Back in 1978 a good friend of mine went to work at IBM as a field tech for this big honkin' printer known as the 3700. One night he took me over to the Norwich, Connecticut facility where he worked and showed off this giant box with which he had become intimately familiar. Back then I didn't know diddly about any kind of printing but I could see that it was one impressive machine that was clearly going to replace the line printers with which I had a nodding acquaintance. My pal has since gone on to other adventures at Big Blue, and the company's high-speed digital print engines have steadily evolved.

The latest iteration of the Infoprint 4100 is a great great grandchild of that 3700 and brings several new features on line, most rooted in requests from IBM's customer councils that are routinely queried as part of the product development process. The highlights of the new 4100 and its POWER controller are described in the press release running today at WTT.com, but when I saw the news on Wednesday I called Bob Cooper, Business Line Manager for Production Continuous Forms Solutions at IBM Printing Systems, for some additional detail.

Existing 4100s can be upgraded to the new specs, providing significant investment protection on these costly devices.

Although the release says the POWER controller is available on certain models, that's only temporary, Cooper assured me.

"There is an upgrade path for customers, and the intent is to make the new controller the standard Infoprint controller over the next 18 months."

This is a smart move, and one with broader implications than it first appears. The release later notes that, " . . . the Infoprint POWER Controller helps operations prepare for the future with the AFP Color Emulation feature. This future component is designed to help customers looking to migrate to color printing to start preparations today."

Color Coming

Cooper explained that IBM's AFP Color Consortium has been making significant progress in preparation for announcement (and perhaps even implementation) of an AFP color workflow sometime next year. By making the POWER controller the standard RIP, and having it designed to be capable of handling both monochrome and full color AFP workflows, it opens a new door for IBM customers who have long been limited to black-only applications. Part of this strategy is the use of powerful RISC processors that enable the controller to provide customized, selectable halftones with four screen frequencies and 256 grayscale levels for monochrome simulation of color objects. So, the story goes, assuming for the moment that IBM rolls out a color printer in the near future, users of the new machines and controllers will be better prepared to move to AFP when it becomes available. And making the new controller the standard RIP should help customers migrate to color more quickly. Sounds good. We'll see.

The Speed Need

Print speed is usually rolled out as a differentiator with new machines and the new generation of the 4100 is no exception. Its speed of 1,440 2-up duplex letter-size impressions per-minute puts it ahead of some competitors, as does the 3-up speed for 6 x 9 pages of 2,640 impression per minute. IBM says such speeds drive lower costs. But Cooper indicated the savings is not as much on the click as in somewhat harder to define measures of overall productivity--and by elimination of slower machines.

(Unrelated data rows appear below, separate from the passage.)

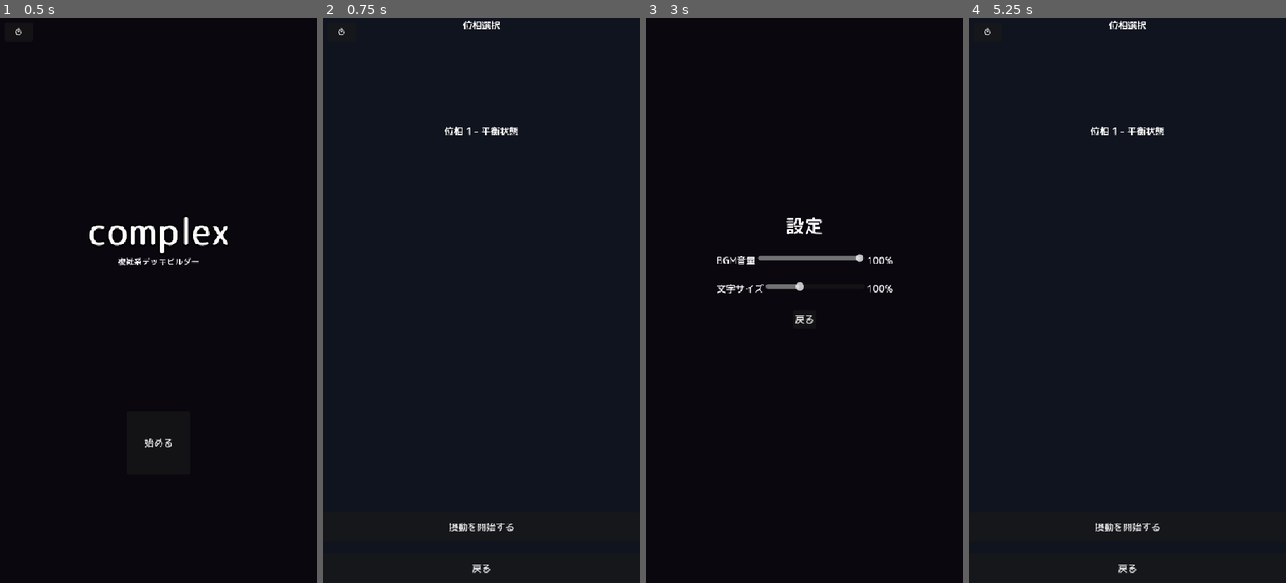
Above: before the commit, frames 1-4 (left to right).
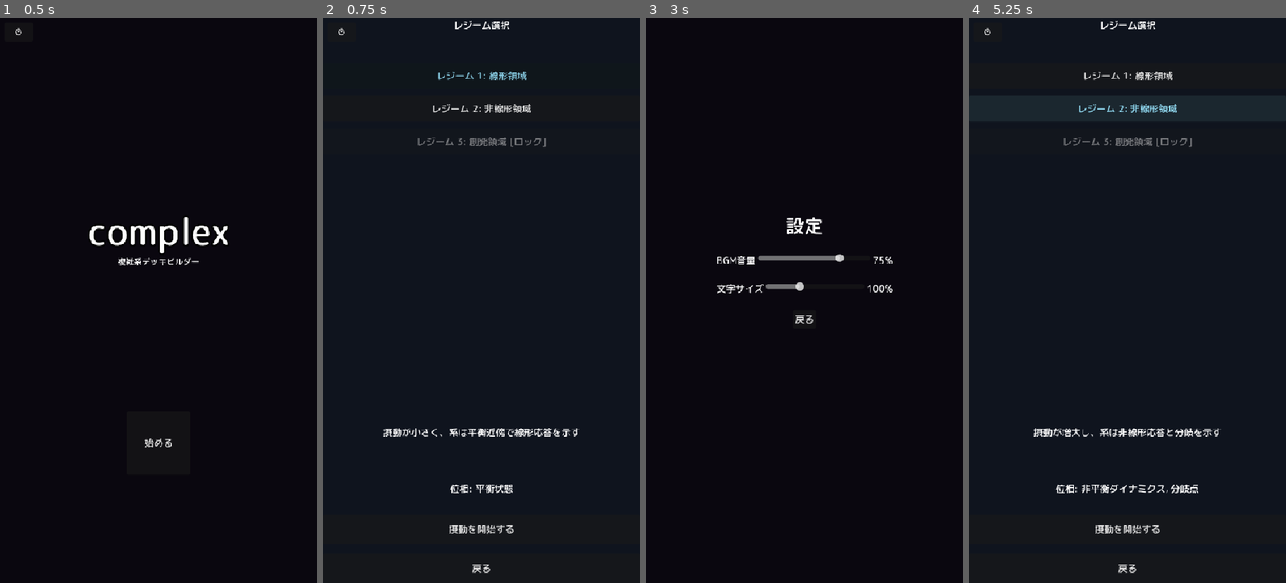
Above: after the commit, the same moments.

Repository: bracket-proton/complex
Game: Godot game, scene res://scenes/main_menu.tscn
The game is run twice, just before and just after one commit, with the same random seed, the same clock (stepped at 60 frames per second) and the same inputs.
Inputs (mouse positions are in pixels of both pictures, inside the frame that each line leads up to):
- Up to frame 1 (0.5 s): no input
- Up to frame 2 (0.75 s): click "始める" at 0.5 s
- Up to frame 3 (3 s): click (804, 74) at 1.25 s, where only the run after the commit has a clickable "レジーム 1: 線形領域"; click "戻る" at 2 s; click "⚙" at 2.75 s
- Up to frame 4 (5.25 s): click "戻る" at 3.5 s; click "始める" at 4.25 s; click (1127, 108) at 5 s, where only the run after the commit has a clickable "レジーム 2: 非線形領域"

Frame 1 is identical in both runs. In frame 2, 1.9% of the frame differs, in the area x 18-81%, y 0-92%; in frame 3, 0.1%; in frame 4, 2.1%, in the area x 20-80%, y 0-92%.

Commit message:
many changes

Diff:
--- a/data/card_set.json
+++ b/data/card_set.json
@@ -97,8 +97,10 @@
     }
   ],
   "starter_deck": [
-    "perturb_1", "perturb_1", "perturb_1",
-    "structural_1", "structural_1", "structural_1",
-    "catalyst_1"
+    "perturb_1", "perturb_1",
+    "perturb_1",
+    "structural_1", "structural_1",
+    "structural_1",
+    "perturb_3"
   ]
 }
--- a/data/game_config.json
+++ b/data/game_config.json
@@ -31,65 +31,183 @@
       "description": "他の作用を増幅・変換する仲介的効果"
     }
   },
-  "floors": [
+  "regimes": [
     {
-      "name": "平衡状態",
-      "enemy_name": "平衡維持機構",
-      "enemy_color": "#F0F8FF",
-      "stability_threshold": 15,
-      "enemy_intents": [
-        {
-          "text": "微小摂動 (4エントロピー)",
-          "type": "entropy",
-          "value": 4
+      "name": "線形領域",
+      "description": "摂動が小さく、系は平衡近傍で線形応答を示す",
+      "floors": [
+        {
+          "name": "平衡状態",
+          "enemy_name": "平衡維持機構",
+          "enemy_color": "#F0F8FF",
+          "enemy_sprite_shape": "hexagon",
+          "enemy_sprite_animation": "expand",
+          "stability_threshold": 15,
+          "enemy_intents": [
+            {
+              "text": "微小摂動 (4エントロピー)",
+              "type": "entropy",
+              "value": 4
+            },
+            {
+              "text": "局所不安定 (6エントロピー)",
+              "type": "entropy",
+              "value": 6
+            },
+            {
+              "text": "自己安定化",
+              "type": "stabilize",
+              "value": 0
+            },
+            {
+              "text": "中間摂動 (5エントロピー)",
+              "type": "entropy",
+              "value": 5
+            }
+          ],
+          "enemy_intent_mode": "sequential"
+        }
+      ]
+    },
+    {
+      "name": "非線形領域",
+      "description": "摂動が増大し、系は非線形応答と分岐を示す",
+      "floors": [
+        {
+          "name": "非平衡ダイナミクス",
+          "enemy_name": "カオスアトラクター",
+          "enemy_color": "#8B008B",
+          "enemy_sprite_shape": "attractor",
+          "enemy_sprite_animation": "oscillate",
+          "stability_threshold": 20,
+          "enemy_intents": [
+            {
+              "text": "大規模摂動 (6エントロピー)",
+              "type": "entropy",
+              "value": 6
+            },
+            {
+              "text": "連鎖不安定 (4エントロピー×2)",
+              "type": "entropy",
+              "value": 4,
+              "multi": 2
+            },
+            {
+              "text": "吸引子転移",
+              "type": "stabilize",
+              "value": 0
+            },
+            {
+              "text": "カオス的変動 (7エントロピー)",
+              "type": "entropy",
+              "value": 7
+            }
+          ],
+          "enemy_intent_mode": "random"
         },
         {
-          "text": "局所不安定 (6エントロピー)",
-          "type": "entropy",
-          "value": 6
+          "name": "分岐点",
+          "enemy_name": "分岐生成子",
+          "enemy_color": "#FF6347",
+          "enemy_sprite_shape": "spiral",
+          "enemy_sprite_animation": "rotate",
+          "stability_threshold": 25,
+          "enemy_intents": [
+            {
+              "text": "構造浸食 (5エントロピー)",
+              "type": "entropy",
+              "value": 5
+            },
+            {
+              "text": "相転移誘発 (8エントロピー)",
+              "type": "entropy",
+              "value": 8
+            },
+            {
+              "text": "自己組織化",
+              "type": "stabilize",
+              "value": 0
+            },
+            {
+              "text": "臨界摂動 (6エントロピー×2)",
+              "type": "entropy",
+              "value": 6,
+              "multi": 2
+            }
+          ],
+          "enemy_intent_mode": "sequential"
+        }
+      ]
+    },
+    {
+      "name": "創発領域",
+      "description": "マクロな秩序がミクロな相互作用から自発的に出現する",
+      "floors": [
+        {
+          "name": "散逸構造",
+          "enemy_name": "散逸パターン",
+          "enemy_color": "#00CED1",
+          "enemy_sprite_shape": "wave",
+          "enemy_sprite_animation": "oscillate",
+          "stability_threshold": 32,
+          "enemy_intents": [
+            {
+              "text": "エネルギー散逸 (7エントロピー)",
+              "type": "entropy",
+              "value": 7
+            },
+            {
+              "text": "秩序流出 (4エントロピー×2)",
+              "type": "entropy",
+              "value": 4,
+              "multi": 2
+            },
+            {
+              "text": "準安定化",
+              "type": "stabilize",
+              "value": 0
+            },
+            {
+              "text": "非線形応答 (9エントロピー)",
+              "type": "entropy",
+              "value": 9
+            }
+          ],
+          "enemy_intent_mode": "random"
         },
         {
-          "text": "自己安定化",
-          "type": "stabilize",
-          "value": 0
-        },
-        {
-          "text": "中間摂動 (5エントロピー)",
-          "type": "entropy",
-          "value": 5
+          "name": "創発秩序",
+          "enemy_name": "創発ネットワーク",
+          "enemy_color": "#FFD700",
+          "enemy_sprite_shape": "fractal",
+          "enemy_sprite_animation": "pulse",
+          "stability_threshold": 40,
+          "enemy_intents": [
+            {
+              "text": "同期発火 (8エントロピー)",
+              "type": "entropy",
+              "value": 8
+            },
+            {
+              "text": "増幅連鎖 (6エントロピー×2)",
+              "type": "entropy",
+              "value": 6,
+              "multi": 2
+            },
+            {
+              "text": "全体再編成",
+              "type": "stabilize",
+              "value": 0
+            },
+            {
+              "text": "創発防御 (-3エントロピー蓄積)",
+              "type": "reduce_entropy",
+              "value": 3
+            }
+          ],
+          "enemy_intent_mode": "sequential"
         }
-      ],
-      "enemy_intent_mode": "sequential"
-    },
-    {
-      "name": "非平衡ダイナミクス",
-      "enemy_name": "カオスアトラクター",
-      "enemy_color": "#8B008B",
-      "stability_threshold": 20,
-      "enemy_intents": [
-        {
-          "text": "大規模摂動 (6エントロピー)",
-          "type": "entropy",
-          "value": 6
-        },
-        {
-          "text": "連鎖不安定 (4エントロピー×2)",
-          "type": "entropy",
-          "value": 4,
-          "multi": 2
-        },
-        {
-          "text": "吸引子転移",
-          "type": "stabilize",
-          "value": 0
-        },
-        {
-          "text": "カオス的変動 (7エントロピー)",
-          "type": "entropy",
-          "value": 7
-        }
-      ],
-      "enemy_intent_mode": "random"
+      ]
     }
   ],
   "player_defaults": {
--- a/scenes/clear_result.tscn
+++ b/scenes/clear_result.tscn
@@ -29,13 +29,13 @@
 
 [node name="TitleLabel" type="Label" parent="VBox"]
 layout_mode = 2
-text = "全位相安定化達成"
+text = "安定化達成"
 horizontal_alignment = 1
 custom_minimum_size = Vector2(0, 50)
 
 [node name="StatsLabel" type="Label" parent="VBox"]
 layout_mode = 2
-text = "戦闘統計"
+text = ""
 horizontal_alignment = 1
 autowrap_mode = 2
 
@@ -43,9 +43,9 @@
 layout_mode = 2
 size_flags_vertical = 2
 
-[node name="TitleButton" type="Button" parent="VBox"]
+[node name="OKButton" type="Button" parent="VBox"]
 layout_mode = 2
-text = "タイトルへ"
+text = "OK"
 custom_minimum_size = Vector2(200, 45)
 
 [node name="UICanvas" type="CanvasLayer" parent="."]
--- a/scenes/reward.tscn
+++ b/scenes/reward.tscn
@@ -59,7 +59,7 @@
 
 [node name="NextFloorButton" type="Button" parent="VBox"]
 layout_mode = 2
-text = "次の位相へ"
+text = "次の位相へ（レジーム内）"
 custom_minimum_size = Vector2(200, 45)
 
 [node name="UICanvas" type="CanvasLayer" parent="."]
--- a/scenes/stage_select.tscn
+++ b/scenes/stage_select.tscn
@@ -25,32 +25,37 @@
 anchor_bottom = 1.0
 grow_horizontal = 2
 grow_vertical = 2
-theme_override_constants/separation = 20
+theme_override_constants/separation = 16
 
 [node name="Title" type="Label" parent="VBox"]
 layout_mode = 2
-text = "位相選択"
+text = "レジーム選択"
 horizontal_alignment = 1
 custom_minimum_size = Vector2(0, 60)
 
-[node name="Spacer1" type="Control" parent="VBox"]
+[node name="RegimeListContainer" type="VBoxContainer" parent="VBox"]
 layout_mode = 2
+size_flags_vertical = 3
+theme_override_constants/separation = 12
+custom_minimum_size = Vector2(0, 300)
+
+[node name="RegimeInfo" type="Label" parent="VBox"]
+layout_mode = 2
+text = ""
+horizontal_alignment = 1
 custom_minimum_size = Vector2(0, 80)
 
-[node name="StageName" type="Label" parent="VBox"]
+[node name="FloorInfo" type="Label" parent="VBox"]
 layout_mode = 2
-text = "位相 1 - 平衡状態"
+text = ""
 horizontal_alignment = 1
 custom_minimum_size = Vector2(0, 40)
-
-[node name="Spacer2" type="Control" parent="VBox"]
-layout_mode = 2
-size_flags_vertical = 2
 
 [node name="StartButton" type="Button" parent="VBox"]
 layout_mode = 2
 text = "摂動を開始する"
 custom_minimum_size = Vector2(200, 50)
+disabled = true
 
 [node name="BackButton" type="Button" parent="VBox"]
 layout_mode = 2
--- a/scripts/autoload/game_state.gd
+++ b/scripts/autoload/game_state.gd
@@ -5,9 +5,12 @@
 
 const CONFIG_PATH := "res://data/game_config.json"
 
-var current_floor: int = 1
+var current_regime: int = 0       # 選択されたレジームのインデックス（0-based）
+var current_floor: int = 0        # 現在のレジーム内フロアインデックス（0-based）
 var player_deck: Array[Dictionary] = []
-var max_floor: int = 2
+var max_regime: int = 2           # レジーム数
+
+var completed_regimes: Array[int] = []   # クリア済みレジームインデックス
 
 # 戦闘統計
 var total_battles: int = 0
@@ -41,8 +44,8 @@
 
 	_config = json.data
 	_loaded = true
-	if _config.has("floors"):
-		max_floor = _config["floors"].size()
+	if _config.has("regimes"):
+		max_regime = _config["regimes"].size()
 
 func get_config() -> Dictionary:
 	_load_config()
@@ -52,11 +55,27 @@
 	var term = get_config().get("terminology", {})
 	return term.get(key, fallback)
 
-func get_floor_config(floor_idx: int) -> Dictionary:
-	var floors = get_config().get("floors", [])
-	if floor_idx >= 0 and floor_idx < floors.size():
-		return floors[floor_idx]
+func get_regimes() -> Array:
+	return get_config().get("regimes", [])
+
+func get_current_regime_config() -> Dictionary:
+	var regimes = get_regimes()
+	if current_regime >= 0 and current_regime < regimes.size():
+		return regimes[current_regime]
 	return {}
+
+func get_current_regime_floors() -> Array:
+	var regime = get_current_regime_config()
+	return regime.get("floors", [])
+
+func get_floor_config() -> Dictionary:
+	var floors = get_current_regime_floors()
+	if current_floor >= 0 and current_floor < floors.size():
+		return floors[current_floor]
+	return {}
+
+func get_max_floor_in_regime() -> int:
+	return get_current_regime_floors().size()
 
 func get_card_types() -> Dictionary:
 	return get_config().get("card_types", {})
@@ -75,15 +94,33 @@
 	return get_config().get("debug_mode", false)
 
 func reset_run() -> void:
-	current_floor = 1
+	current_regime = 0
+	current_floor = 0
 	player_deck = []
-	# 戦闘統計リセット
 	total_battles = 0
 	total_cards_played = 0
 	entropy_history = []
 
+func complete_current_regime() -> void:
+	if not completed_regimes.has(current_regime):
+		completed_regimes.append(current_regime)
+
+func is_regime_completed(regime_idx: int) -> bool:
+	return completed_regimes.has(regime_idx)
+
+func is_regime_unlocked(regime_idx: int) -> bool:
+	# レジーム0,1 は常にアンロック。レジーム2は0と1の両方クリアでアンロック
+	if regime_idx <= 1:
+		return true
+	if regime_idx == 2:
+		return completed_regimes.has(0) and completed_regimes.has(1)
+	return completed_regimes.has(regime_idx - 1)
+
+func are_all_regimes_completed() -> bool:
+	return completed_regimes.size() >= max_regime
+
 func advance_floor() -> bool:
-	if current_floor < max_floor:
+	if current_floor + 1 < get_max_floor_in_regime():
 		current_floor += 1
 		return true
 	return false
--- a/scripts/autoload/settings.gd
+++ b/scripts/autoload/settings.gd
@@ -4,7 +4,7 @@
 
 const SAVE_PATH := "user://settings.cfg"
 
-var bgm_volume: float = 1.0
+var bgm_volume: float = 0.75
 var font_scale: float = 1.0
 
 func _ready() -> void:
@@ -16,7 +16,7 @@
 	var cfg := ConfigFile.new()
 	var err := cfg.load(SAVE_PATH)
 	if err == OK:
-		bgm_volume = cfg.get_value("audio", "bgm_volume", 1.0)
+		bgm_volume = cfg.get_value("audio", "bgm_volume", 0.75)
 		font_scale = cfg.get_value("display", "font_scale", 1.0)
 
 func save() -> void:
--- a/scripts/battle/battle_manager.gd
+++ b/scripts/battle/battle_manager.gd
@@ -61,7 +61,7 @@
 	GameState.total_battles += 1
 
 	# フロア設定の読み込み
-	floor_config = GameState.get_floor_config(GameState.current_floor - 1)
+	floor_config = GameState.get_floor_config()
 	stability_threshold = floor_config.get("stability_threshold", 35)
 	print("Debug: floor_config keys: ", floor_config.keys())
 	# 敵意図選択モードの取得（randomまたはsequential）
@@ -102,13 +102,13 @@
 	_play_bgm_fade_in()
 
 func _play_bgm_fade_in() -> void:
-	# BGMをフェードイン再生
+	# BGMをフェードイン再生（50%音量）
 	bgm_player.stream = BGM_STREAM
 	bgm_player.volume_db = -80.0
 	bgm_player.play()
 
 	var tween = create_tween()
-	tween.tween_property(bgm_player, "volume_db", 0.0, 1.0)
+	tween.tween_property(bgm_player, "volume_db", -6.0, 1.0)
 	tween.set_ease(Tween.EASE_OUT)
 	tween.set_trans(Tween.TRANS_QUAD)
 
@@ -122,13 +122,12 @@
 
 func _configure_enemy_sprite() -> void:
 	if enemy_sprite and enemy_sprite.has_method("configure"):
-		# 摂動源のスプライト設定
 		var enemy_color_hex = floor_config.get("enemy_color", "#FFFFFF")
 		var enemy_color_rgb = _hex_to_rgb(enemy_color_hex)
 		var sprite_data = {
-			"shape": "attractor",
+			"shape": floor_config.get("enemy_sprite_shape", "attractor"),
 			"color": enemy_color_rgb,
-			"animation": "oscillate"
+			"animation": floor_config.get("enemy_sprite_animation", "oscillate")
 		}
 		enemy_sprite.configure(sprite_data)
 
@@ -341,7 +340,10 @@
 					damage -= entropy_shield
 					entropy_shield = 0
 			player_structure -= damage
-	# "stabilize" type: 摂動源が自己安定化（何もしない）
+	elif intent_type == "reduce_entropy":
+		# 敵が蓄積エントロピーを減少させる
+		var reduce_val = enemy_intent.get("value", 0)
+		system_entropy = maxi(0, system_entropy - reduce_val)
 
 func _check_win_condition() -> void:
 	if system_entropy >= stability_threshold:
@@ -367,8 +369,10 @@
 	_play_enemy_defeat_animation()
 	await get_tree().create_timer(0.66).timeout
 
-	# 最後のバトルならクリアリザルトへ、 otherwise 報酬画面へ
-	if GameState.current_floor >= GameState.max_floor:
+	# レジーム内の最後のフロアならクリアリザルトへ、otherwise 報酬画面へ
+	var max_floor_in_regime = GameState.get_max_floor_in_regime()
+	if GameState.current_floor + 1 >= max_floor_in_regime:
+		GameState.complete_current_regime()
 		get_tree().change_scene_to_file(GameState.get_scene_path("clear_result", "res://scenes/clear_result.tscn"))
 	else:
 		get_tree().change_scene_to_file(GameState.get_scene_path("reward", "res://scenes/reward.tscn"))
--- a/scripts/battle/clear_result.gd
+++ b/scripts/battle/clear_result.gd
@@ -1,24 +1,30 @@
 extends Control
-## クリアリザルト画面 - 全フロアクリア後の統計表示
+## クリアリザルト画面 - レジームクリア後の統計表示
 
+@onready var title_label: Label = $VBox/TitleLabel
 @onready var stats_label: Label = $VBox/StatsLabel
-@onready var title_button: Button = $VBox/TitleButton
+@onready var ok_button: Button = $VBox/OKButton
 
 func _ready() -> void:
-	title_button.pressed.connect(_on_title_pressed)
+	ok_button.pressed.connect(_on_ok_pressed)
 
 	var settings_btn = get_node_or_null("UICanvas/SettingsButton")
 	if settings_btn:
 		settings_btn.pressed.connect(Settings.open_settings)
 
-	_update_stats()
+	_update_display()
 
-func _update_stats() -> void:
-	var stats_text = "戦闘統計\n"
-	stats_text += "バトル数: %d\n" % GameState.total_battles
+func _update_display() -> void:
+	var regime_name = GameState.get_current_regime_config().get("name", "???")
+	title_label.text = "%s - 安定化達成" % regime_name
+
+	var stats_text = "戦闘数: %d\n" % GameState.total_battles
 	stats_text += "使用カード数: %d\n" % GameState.total_cards_played
 	stats_label.text = stats_text
 
-func _on_title_pressed() -> void:
-	GameState.reset_run()
-	get_tree().change_scene_to_file(GameState.get_scene_path("main_menu", "res://scenes/main_menu.tscn"))
+func _on_ok_pressed() -> void:
+	if GameState.are_all_regimes_completed():
+		GameState.reset_run()
+		get_tree().change_scene_to_file(GameState.get_scene_path("main_menu", "res://scenes/main_menu.tscn"))
+	else:
+		get_tree().change_scene_to_file(GameState.get_scene_path("stage_select", "res://scenes/stage_select.tscn"))
--- a/scripts/stage_select/stage_select.gd
+++ b/scripts/stage_select/stage_select.gd
@@ -1,7 +1,12 @@
 extends Control
 
-@onready var stage_name_label: Label = $VBox/StageName
+@onready var regime_list_container: VBoxContainer = $VBox/RegimeListContainer
+@onready var regime_info_label: Label = $VBox/RegimeInfo
+@onready var floor_info_label: Label = $VBox/FloorInfo
 @onready var start_button: Button = $VBox/StartButton
+
+var _regime_buttons: Dictionary = {}  # idx -> Button
+var _selected_regime_idx: int = 0
 
 func _ready() -> void:
 	start_button.pressed.connect(_on_start_pressed)
@@ -13,14 +18,65 @@
 	if settings_btn:
 		settings_btn.pressed.connect(Settings.open_settings)
 
-	_update_floor_display()
+	_build_regime_buttons()
+	if _regime_buttons.size() > 0:
+		_select_regime(0)
 
-func _update_floor_display() -> void:
-	var floor_config = GameState.get_floor_config(GameState.current_floor - 1)
-	var floor_name = floor_config.get("name", "未知の位相")
-	stage_name_label.text = "位相 %d - %s" % [GameState.current_floor, floor_name]
+func _build_regime_buttons() -> void:
+	var regimes = GameState.get_regimes()
+	for i in regimes.size():
+		var regime = regimes[i]
+		var unlocked = GameState.is_regime_unlocked(i)
+		var completed = GameState.is_regime_completed(i)
+
+		var btn := Button.new()
+		var status = ""
+		if completed:
+			status = " ✓"
+		elif not unlocked:
+			status = " [ロック]"
+		btn.text = "レジーム %d: %s%s" % [i + 1, regime.get("name", "???"), status]
+		btn.custom_minimum_size = Vector2(340, 44)
+		btn.disabled = not unlocked
+		btn.pressed.connect(_on_regime_selected.bind(i))
+		regime_list_container.add_child(btn)
+		_regime_buttons[i] = btn
+
+func _on_regime_selected(idx: int) -> void:
+	_select_regime(idx)
+
+func _select_regime(idx: int) -> void:
+	_selected_regime_idx = idx
+
+	# ボタンのハイライト
+	for i in _regime_buttons:
+		var btn = _regime_buttons[i]
+		if i == idx:
+			btn.modulate = Color(0.6, 0.9, 1.0)
+		elif GameState.is_regime_completed(i):
+			btn.modulate = Color(0.5, 0.8, 0.5)  # クリア済み: 緑
+		else:
+			btn.modulate = Color.WHITE
+
+	var regimes = GameState.get_regimes()
+	if idx >= regimes.size():
+		return
+
+	var regime = regimes[idx]
+	regime_info_label.text = regime.get("description", "")
+
+	# 位相情報
+	var floors = regime.get("floors", [])
+	var floor_names: Array[String] = []
+	for fl in floors:
+		floor_names.append(fl.get("name", "???"))
+	floor_info_label.text = "位相: %s" % ", ".join(floor_names)
+
+	start_button.disabled = false
 
 func _on_start_pressed() -> void:
+	GameState.current_regime = _selected_regime_idx
+	GameState.current_floor = 0
 	get_tree().change_scene_to_file(GameState.get_scene_path("battle", "res://scenes/battle.tscn"))
 
 func _on_back_pressed() -> void:
--- a/scripts/ui/geometric_sprite.gd
+++ b/scripts/ui/geometric_sprite.gd
@@ -69,7 +69,11 @@
 		"wave":
 			_draw_wave(draw_center, draw_size, anim_time)
 		"fractal":
-			_draw_fractal_tree(draw_center, draw_size, rotation_mod)
+			# 深度を時間変動させて枝が呼吸するように伸縮
+			var depth_float := 3.0 + 1.5 * (0.5 + 0.5 * sin(anim_time * 1.5))
+			# ツリーの開始位置を下げてカード中央に収める
+			var tree_origin := draw_center + Vector2(0, draw_size * 0.4)
+			_draw_fractal_tree(tree_origin, draw_size * 0.7, rotation_mod, int(depth_float))
 		"attractor":
 			_draw_attractor(draw_center, draw_size, anim_time)
 		_:
@@ -137,21 +141,24 @@
 		var x := center.x - half_width + (i + 0.5) * half_width * 2 / 3.0
 		draw_circle(Vector2(x, center.y), 2, base_color * Color(1, 1, 1, 0.5))
 
-func _draw_fractal_tree(center: Vector2, length: float, rot: float) -> void:
-	_fractal_branch(center, Vector2.UP * length, length, 4, rot)
-
-func _fractal_branch(start: Vector2, direction: Vector2, length: float, depth: int, angle_offset: float) -> void:
+func _draw_fractal_tree(center: Vector2, length: float, rot: float, depth: int = 4) -> void:
+	# rot をツリー全体の回転として適用（根元の方向ベクトルを回転）
+	var base_dir := Vector2.UP.rotated(rot) * length
+	_fractal_branch(center, base_dir, length, depth)
+
+func _fractal_branch(start: Vector2, direction: Vector2, length: float, depth: int) -> void:
 	if depth <= 0 or length < 2:
 		return
 	var end := start + direction
-	var col := base_color * Color(1, 1,1, 0.3 + 0.7 * (depth / 4.0))
+	var col := base_color * Color(1, 1, 1, 0.3 + 0.7 * (depth / 4.0))
 	draw_line(start, end, col, maxf(1.0, depth * 0.5))
 
+	const BRANCH_ANGLE := PI / 5.0  # 36°分岐
 	var branch_length := length * 0.7
-	var left_dir := direction.rotated(-angle_offset) * 0.7
-	var right_dir := direction.rotated(angle_offset) * 0.7
-	_fractal_branch(end, left_dir, branch_length, depth - 1, angle_offset)
-	_fractal_branch(end, right_dir, branch_length, depth - 1, angle_offset)
+	var left_dir := direction.rotated(-BRANCH_ANGLE) * 0.7
+	var right_dir := direction.rotated(BRANCH_ANGLE) * 0.7
+	_fractal_branch(end, left_dir, branch_length, depth - 1)
+	_fractal_branch(end, right_dir, branch_length, depth - 1)
 
 func _draw_attractor(center: Vector2, attractor_scale: float, time: float) -> void:
 	var r := attractor_scale
Binary file changed: complex-ss.png
Not shown, changed: export_presets.cfg

"For example, a couple of years ago the fast continuous-feed machines were running at about 1,000 impressions per minute. A speed of 1,440 lets you replace four of those with three of the new machines. Or two 700-ipm machines can be replaced by a single new 4100."

This is good logic for those IBM customers with older, slower machines, but there's not quite enough poke, perhaps, for IBM to displace some only slightly slower boxes from Océ that have greater overall functionality with spot color. (And no mention at all of upstaging any DocuTech farms.) A more important feature, thoughj, especially for existing IBM customers, is that the new machines are field upgradeable, so customers can make an initial investment in a slower machine and upgrade later. And furthermore, most existing 4100s can be upgraded to the new specs, providing significant investment protection on these costly devices.

Quality and Productivity

Cooper says print quality is another big advantage on the new boxes. It comes from newly engineered processor boards that enable better modulation of laser intensity, use of a semiconductor blue laser printhead, improved solid-fill calculations, better edge smoothing, and patented "super-cell" technology to enhance halftones. These combine, says Cooper, to give high print quality at high speeds. I'll see these boxes at PRINT 05 and will let you know what I see. And how the quality really looks.

One feature IBM is particularly proud of is Productivity Tracking. "This is a subsystem on the controller that captures every event experienced by the print engine: Operator log on, paper footage, toner loads, interruptions, job IDs and hundreds of other parameters," explains Cooper. "This all goes into a file on the controller. Then it can be extracted and put in a database that can be queried to provide a huge range of comparative analytics of anything the customer or his staff want to measure and evaluate."

Cooper says this capability was in direct response to requests from customers who specified the impressive range of events and functions they wanted to monitor. Other vendors offer similar, but somewhat less comprehensive capes on their machines, but IBM's Productivity Tracking seems to be a step ahead in this regard.

It'll be interesting to take a closer look at these new offerings from IBM, which will be in the Videk and Pitney Bowes booths at PRINT 05. If you'll be here in Chicago, be sure to check them out.